Bolsonarism and the Bolsonaro government are certainly not the cause of authoritarian dispersion, but they operate according to their logic and as accelerators of this process, undoubtedly linked to the decline of state legitimacy and the struggle for scarce goods in a context of crisis. In such a context, we have a multiplication and intensification of social conflicts at a micro level.[2] added to the weakening of an institutional mediation that would allow a non-violent resolution of these same conflicts. Without such mediation, force and violence fulfill this function. That is, what I am suggesting is that micropolitical authoritarianism is a response to a process of economic and institutional decomposition. It is a form of self-management of social life for a time when management is not possible.

To try to put it perhaps too directly, there is no money in Brazil to build a centralized apparatus of control along the lines of the image we have of totalitarian regimes.[3] If something like a form of peripheral totalitarianism emerges from Bolsonarism, this “totalitarianism” can only be supported by a democratization of violence, a dispersion of violent social management mechanisms that will constitute a very poorly connected archipelago of organizations and groups operating on a large scale. measured independently from each other, according to their own interests, and not directed by the will of a central nucleus that would be the face and brain of the management while these groups would be the arms.[4] Just as peaceful social management has left the hands of the state to be taken over by an infinity of independent organizations, NGOs, neighborhood associations, etc.
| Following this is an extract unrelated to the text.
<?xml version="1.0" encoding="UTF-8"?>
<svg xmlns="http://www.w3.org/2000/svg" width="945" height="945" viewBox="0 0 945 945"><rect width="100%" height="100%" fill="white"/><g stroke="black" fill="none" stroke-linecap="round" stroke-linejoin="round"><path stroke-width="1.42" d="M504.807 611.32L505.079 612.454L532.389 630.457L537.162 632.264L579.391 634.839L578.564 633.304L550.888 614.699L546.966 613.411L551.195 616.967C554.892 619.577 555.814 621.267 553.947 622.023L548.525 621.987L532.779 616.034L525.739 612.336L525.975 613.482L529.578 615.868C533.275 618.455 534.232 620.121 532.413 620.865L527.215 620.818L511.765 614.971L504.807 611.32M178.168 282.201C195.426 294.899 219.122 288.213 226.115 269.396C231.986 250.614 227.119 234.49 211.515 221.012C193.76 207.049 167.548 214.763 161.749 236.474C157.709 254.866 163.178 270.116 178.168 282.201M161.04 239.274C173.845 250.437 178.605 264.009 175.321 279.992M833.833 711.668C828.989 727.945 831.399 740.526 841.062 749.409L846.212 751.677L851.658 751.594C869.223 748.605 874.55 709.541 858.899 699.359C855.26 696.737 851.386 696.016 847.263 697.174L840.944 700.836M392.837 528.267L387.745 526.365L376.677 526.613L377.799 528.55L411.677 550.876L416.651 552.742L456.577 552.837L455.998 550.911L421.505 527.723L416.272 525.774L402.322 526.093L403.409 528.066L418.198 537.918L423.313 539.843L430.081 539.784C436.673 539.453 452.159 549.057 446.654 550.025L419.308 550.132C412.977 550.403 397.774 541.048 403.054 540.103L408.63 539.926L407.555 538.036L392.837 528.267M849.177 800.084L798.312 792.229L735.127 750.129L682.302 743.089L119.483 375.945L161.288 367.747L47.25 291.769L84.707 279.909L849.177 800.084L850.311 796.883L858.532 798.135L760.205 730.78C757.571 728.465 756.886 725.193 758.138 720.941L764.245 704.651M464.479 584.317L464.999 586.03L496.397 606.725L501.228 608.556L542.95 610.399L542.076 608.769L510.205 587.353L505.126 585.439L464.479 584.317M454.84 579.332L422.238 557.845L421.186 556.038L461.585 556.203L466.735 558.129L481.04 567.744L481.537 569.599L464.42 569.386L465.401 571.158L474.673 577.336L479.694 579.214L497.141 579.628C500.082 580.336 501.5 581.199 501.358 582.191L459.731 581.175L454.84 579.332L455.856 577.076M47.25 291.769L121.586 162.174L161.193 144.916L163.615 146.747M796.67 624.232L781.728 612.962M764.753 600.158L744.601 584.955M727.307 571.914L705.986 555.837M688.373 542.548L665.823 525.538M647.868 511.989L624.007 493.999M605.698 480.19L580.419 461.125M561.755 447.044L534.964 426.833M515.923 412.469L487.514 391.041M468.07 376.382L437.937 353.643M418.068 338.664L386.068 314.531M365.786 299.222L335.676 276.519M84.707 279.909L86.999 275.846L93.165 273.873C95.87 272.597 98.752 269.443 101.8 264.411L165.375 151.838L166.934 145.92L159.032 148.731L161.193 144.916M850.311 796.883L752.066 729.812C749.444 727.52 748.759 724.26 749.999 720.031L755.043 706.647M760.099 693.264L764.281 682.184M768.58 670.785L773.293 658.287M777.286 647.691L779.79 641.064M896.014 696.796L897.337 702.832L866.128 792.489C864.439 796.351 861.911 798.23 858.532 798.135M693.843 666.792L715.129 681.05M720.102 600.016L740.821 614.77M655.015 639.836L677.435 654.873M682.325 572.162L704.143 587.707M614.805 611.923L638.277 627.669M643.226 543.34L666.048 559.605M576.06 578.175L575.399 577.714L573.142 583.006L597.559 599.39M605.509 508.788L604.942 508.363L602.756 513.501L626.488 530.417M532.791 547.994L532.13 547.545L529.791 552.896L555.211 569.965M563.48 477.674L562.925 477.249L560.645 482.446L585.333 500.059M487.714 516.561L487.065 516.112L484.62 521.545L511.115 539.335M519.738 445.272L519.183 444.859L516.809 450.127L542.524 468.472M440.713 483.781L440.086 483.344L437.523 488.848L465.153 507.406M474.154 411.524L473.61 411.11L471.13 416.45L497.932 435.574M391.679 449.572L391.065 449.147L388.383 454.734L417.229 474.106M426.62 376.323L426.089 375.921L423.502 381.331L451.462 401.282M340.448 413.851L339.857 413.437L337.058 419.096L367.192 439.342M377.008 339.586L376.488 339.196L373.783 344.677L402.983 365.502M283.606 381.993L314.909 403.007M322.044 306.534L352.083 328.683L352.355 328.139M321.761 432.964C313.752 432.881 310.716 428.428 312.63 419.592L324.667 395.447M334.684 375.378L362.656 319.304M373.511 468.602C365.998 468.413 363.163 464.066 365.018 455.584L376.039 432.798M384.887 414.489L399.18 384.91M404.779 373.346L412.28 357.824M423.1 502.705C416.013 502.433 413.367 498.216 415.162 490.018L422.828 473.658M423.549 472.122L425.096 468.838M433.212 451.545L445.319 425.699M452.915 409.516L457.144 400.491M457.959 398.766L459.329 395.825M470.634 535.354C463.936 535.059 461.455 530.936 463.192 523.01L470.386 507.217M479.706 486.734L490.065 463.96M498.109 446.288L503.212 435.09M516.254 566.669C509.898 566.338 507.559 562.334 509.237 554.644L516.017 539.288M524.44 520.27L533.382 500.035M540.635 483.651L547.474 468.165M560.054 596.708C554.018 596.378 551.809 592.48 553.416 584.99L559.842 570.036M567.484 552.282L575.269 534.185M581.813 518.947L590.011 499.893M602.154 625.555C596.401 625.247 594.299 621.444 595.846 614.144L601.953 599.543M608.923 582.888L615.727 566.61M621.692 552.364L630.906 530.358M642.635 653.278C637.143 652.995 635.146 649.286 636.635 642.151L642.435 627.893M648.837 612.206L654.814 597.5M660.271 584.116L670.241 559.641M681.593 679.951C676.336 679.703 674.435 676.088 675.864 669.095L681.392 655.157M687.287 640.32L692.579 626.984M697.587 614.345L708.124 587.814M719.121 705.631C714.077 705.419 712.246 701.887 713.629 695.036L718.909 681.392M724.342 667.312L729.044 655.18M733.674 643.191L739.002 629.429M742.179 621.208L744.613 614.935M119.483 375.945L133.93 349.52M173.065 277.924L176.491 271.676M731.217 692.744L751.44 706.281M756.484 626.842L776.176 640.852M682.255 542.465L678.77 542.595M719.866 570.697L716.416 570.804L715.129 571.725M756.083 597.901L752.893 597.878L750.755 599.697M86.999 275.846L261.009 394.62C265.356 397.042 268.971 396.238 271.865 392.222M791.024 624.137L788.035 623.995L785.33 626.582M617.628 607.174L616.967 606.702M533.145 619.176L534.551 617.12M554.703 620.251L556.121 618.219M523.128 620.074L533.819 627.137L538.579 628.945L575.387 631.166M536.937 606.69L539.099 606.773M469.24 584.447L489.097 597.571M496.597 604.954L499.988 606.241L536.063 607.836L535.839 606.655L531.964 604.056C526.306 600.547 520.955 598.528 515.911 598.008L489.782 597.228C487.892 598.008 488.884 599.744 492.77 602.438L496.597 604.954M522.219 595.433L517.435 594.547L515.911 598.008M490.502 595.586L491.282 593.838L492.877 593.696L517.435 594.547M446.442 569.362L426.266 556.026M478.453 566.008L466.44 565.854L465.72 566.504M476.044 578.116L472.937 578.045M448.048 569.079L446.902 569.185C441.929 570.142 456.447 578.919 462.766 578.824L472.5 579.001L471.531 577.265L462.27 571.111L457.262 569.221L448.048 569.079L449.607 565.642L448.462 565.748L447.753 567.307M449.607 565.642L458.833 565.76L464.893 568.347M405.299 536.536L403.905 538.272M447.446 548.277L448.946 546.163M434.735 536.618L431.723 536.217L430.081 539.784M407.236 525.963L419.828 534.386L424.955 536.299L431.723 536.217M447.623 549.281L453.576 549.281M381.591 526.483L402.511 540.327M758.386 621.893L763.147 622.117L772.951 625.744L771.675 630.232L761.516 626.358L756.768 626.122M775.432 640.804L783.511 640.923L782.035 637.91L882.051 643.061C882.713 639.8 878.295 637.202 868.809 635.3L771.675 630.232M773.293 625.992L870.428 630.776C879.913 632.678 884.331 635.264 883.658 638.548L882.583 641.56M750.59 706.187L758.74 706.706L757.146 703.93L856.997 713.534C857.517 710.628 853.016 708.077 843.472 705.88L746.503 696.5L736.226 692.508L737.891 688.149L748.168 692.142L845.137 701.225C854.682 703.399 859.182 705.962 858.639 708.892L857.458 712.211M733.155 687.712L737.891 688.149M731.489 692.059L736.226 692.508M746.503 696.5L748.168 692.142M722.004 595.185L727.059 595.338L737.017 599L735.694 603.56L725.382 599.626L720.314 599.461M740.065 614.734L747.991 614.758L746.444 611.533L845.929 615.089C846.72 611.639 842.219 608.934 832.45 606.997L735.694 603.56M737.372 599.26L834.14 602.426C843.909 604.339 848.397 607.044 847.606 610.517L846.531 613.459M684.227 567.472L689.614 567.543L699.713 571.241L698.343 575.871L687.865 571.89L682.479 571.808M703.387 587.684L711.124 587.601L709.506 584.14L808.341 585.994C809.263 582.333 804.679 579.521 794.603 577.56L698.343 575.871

What is seen in a regime of micropolitical authoritarianism is this same process, however, now in view of the violent management of the social. The main thing, however, is that everything indicates that this phenomenon transcends the current government, whether it wants to carry out a coup or not, whether it wants to be re-elected or not.

*Rodolpho Venturini is a doctoral candidate in philosophy at UFMG.

Notes


[1] This is perhaps fundamentally explained by the fact that such regimes are guided by a national and state construction project, a modernizing project carried out by a favorable economy.

[2] To the extent that such conflicts do not seem to be able to assume expression on a macro level today.

[3] And perhaps the financial collapse of the UPPs is indicative of that fact.

[4] The so-called “hybrid war” is not a centralized tactic, but a loose hypothesis that aims to bring order to a process that is actually chaotic. The Brazilian “hybrid war” is a “civil war” for scarce resources in which several actors claim for themselves the task of putting “order” in things in an authoritarian and violent way.